> Problem to solve
The records should be repeated word for word, pictures excluded.

> Data
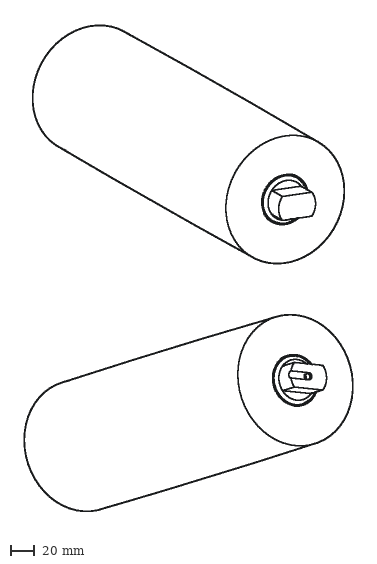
import cadquery as cq

shaft_length = 407.0
shaft_diameter = 35.0
shaft_flat_height = 21.0

drum_length = 362.2
drum_end_diameter = 112.5
drum_crown_diameter = 113.5
crown_length = 122.0
end_band_length = 11.5

collar_diameter = 42.0
collar_length = 2.5
collar_gap_diameter = 44.0
collar_gap_depth = 2.5

cable_bore_diameter = 5.0
cable_bore_depth = 8.0
cable_channel_diameter = 6.0

cross_section_plane = "YZ"


def crowned_drum():
    """Drum with a cylindrical crown, tapering shoulders and cylindrical end bands."""
    end = drum_length / 2
    band = end - end_band_length
    crown = crown_length / 2
    end_radius = drum_end_diameter / 2
    crown_radius = drum_crown_diameter / 2
    profile = (
        cq.Workplane("XY")
        .moveTo(-end, 0)
        .lineTo(-end, end_radius)
        .lineTo(-band, end_radius)
        .lineTo(-crown, crown_radius)
        .lineTo(crown, crown_radius)
        .lineTo(band, end_radius)
        .lineTo(end, end_radius)
        .lineTo(end, 0)
        .close()
    )
    return profile.revolve(360, (0, 0, 0), (1, 0, 0))


def flatted_shaft():
    """Round shaft along X with a flat above and a flat below."""
    rod = cq.Workplane(cross_section_plane).circle(shaft_diameter / 2).extrude(shaft_length / 2, both=True)
    flat_limits = cq.Workplane("XY").box(shaft_length, shaft_diameter, shaft_flat_height)
    return rod.intersect(flat_limits)


def seal_collar(side):
    """Conical collar tip standing out of the drum face (side -1 or +1) and narrowing to the shaft."""
    face = side * drum_length / 2
    tip = face + side * collar_length
    profile = (
        cq.Workplane("XY")
        .moveTo(face, 0)
        .lineTo(face, collar_diameter / 2)
        .lineTo(tip, shaft_diameter / 2)
        .lineTo(tip, 0)
        .close()
    )
    return profile.revolve(360, (0, 0, 0), (1, 0, 0))


def collar_gap(side):
    """Narrow ring groove in the drum face just outside the collar."""
    face = side * drum_length / 2
    return (
        cq.Workplane(cross_section_plane, origin=(face, 0, 0))
        .circle(collar_gap_diameter / 2)
        .circle(collar_diameter / 2)
        .extrude(-side * collar_gap_depth)
    )


def cable_entry():
    """Half-round channel from the centre of the -X shaft end out through the +Y side, with an axial bore."""
    end = -shaft_length / 2
    radius = cable_channel_diameter / 2
    channel = cq.Workplane("XZ", origin=(end, 0, 0)).circle(radius).extrude(-shaft_diameter)
    channel_end = cq.Workplane("XY").sphere(radius).translate((end, 0, 0))
    bore = (
        cq.Workplane(cross_section_plane, origin=(end, 0, 0))
        .circle(cable_bore_diameter / 2)
        .extrude(cable_bore_depth)
    )
    return channel.union(channel_end).union(bore)


result = crowned_drum().union(flatted_shaft())
for side in (-1, 1):
    result = result.union(seal_collar(side)).cut(collar_gap(side))
result = result.cut(cable_entry())

> Written solution
import cadquery as cq

shaft_length = 407.0
shaft_diameter = 35.0
shaft_flat_height = 21.0

drum_length = 362.2
drum_end_diameter = 112.5
drum_crown_diameter = 113.5
crown_length = 122.0
end_band_length = 11.5

collar_diameter = 42.0
collar_length = 2.5
collar_gap_diameter = 44.0
collar_gap_depth = 2.5

cable_bore_diameter = 5.0
cable_bore_depth = 8.0
cable_channel_diameter = 6.0

cross_section_plane = "YZ"


def crowned_drum():
    """Drum with a cylindrical crown, tapering shoulders and cylindrical end bands."""
    end = drum_length / 2
    band = end - end_band_length
    crown = crown_length / 2
    end_radius = drum_end_diameter / 2
    crown_radius = drum_crown_diameter / 2
    profile = (
        cq.Workplane("XY")
        .moveTo(-end, 0)
        .lineTo(-end, end_radius)
        .lineTo(-band, end_radius)
        .lineTo(-crown, crown_radius)
        .lineTo(crown, crown_radius)
        .lineTo(band, end_radius)
        .lineTo(end, end_radius)
        .lineTo(end, 0)
        .close()
    )
    return profile.revolve(360, (0, 0, 0), (1, 0, 0))


def flatted_shaft():
    """Round shaft along X with a flat above and a flat below."""
    rod = cq.Workplane(cross_section_plane).circle(shaft_diameter / 2).extrude(shaft_length / 2, both=True)
    flat_limits = cq.Workplane("XY").box(shaft_length, shaft_diameter, shaft_flat_height)
    return rod.intersect(flat_limits)


def seal_collar(side):
    """Conical collar tip standing out of the drum face (side -1 or +1) and narrowing to the shaft."""
    face = side * drum_length / 2
    tip = face + side * collar_length
    profile = (
        cq.Workplane("XY")
        .moveTo(face, 0)
        .lineTo(face, collar_diameter / 2)
        .lineTo(tip, shaft_diameter / 2)
        .lineTo(tip, 0)
        .close()
    )
    return profile.revolve(360, (0, 0, 0), (1, 0, 0))


def collar_gap(side):
    """Narrow ring groove in the drum face just outside the collar."""
    face = side * drum_length / 2
    return (
        cq.Workplane(cross_section_plane, origin=(face, 0, 0))
        .circle(collar_gap_diameter / 2)
        .circle(collar_diameter / 2)
        .extrude(-side * collar_gap_depth)
    )


def cable_entry():
    """Half-round channel from the centre of the -X shaft end out through the +Y side, with an axial bore."""
    end = -shaft_length / 2
    radius = cable_channel_diameter / 2
    channel = cq.Workplane("XZ", origin=(end, 0, 0)).circle(radius).extrude(-shaft_diameter)
    channel_end = cq.Workplane("XY").sphere(radius).translate((end, 0, 0))
    bore = (
        cq.Workplane(cross_section_plane, origin=(end, 0, 0))
        .circle(cable_bore_diameter / 2)
        .extrude(cable_bore_depth)
    )
    return channel.union(channel_end).union(bore)


result = crowned_drum().union(flatted_shaft())
for side in (-1, 1):
    result = result.union(seal_collar(side)).cut(collar_gap(side))
result = result.cut(cable_entry())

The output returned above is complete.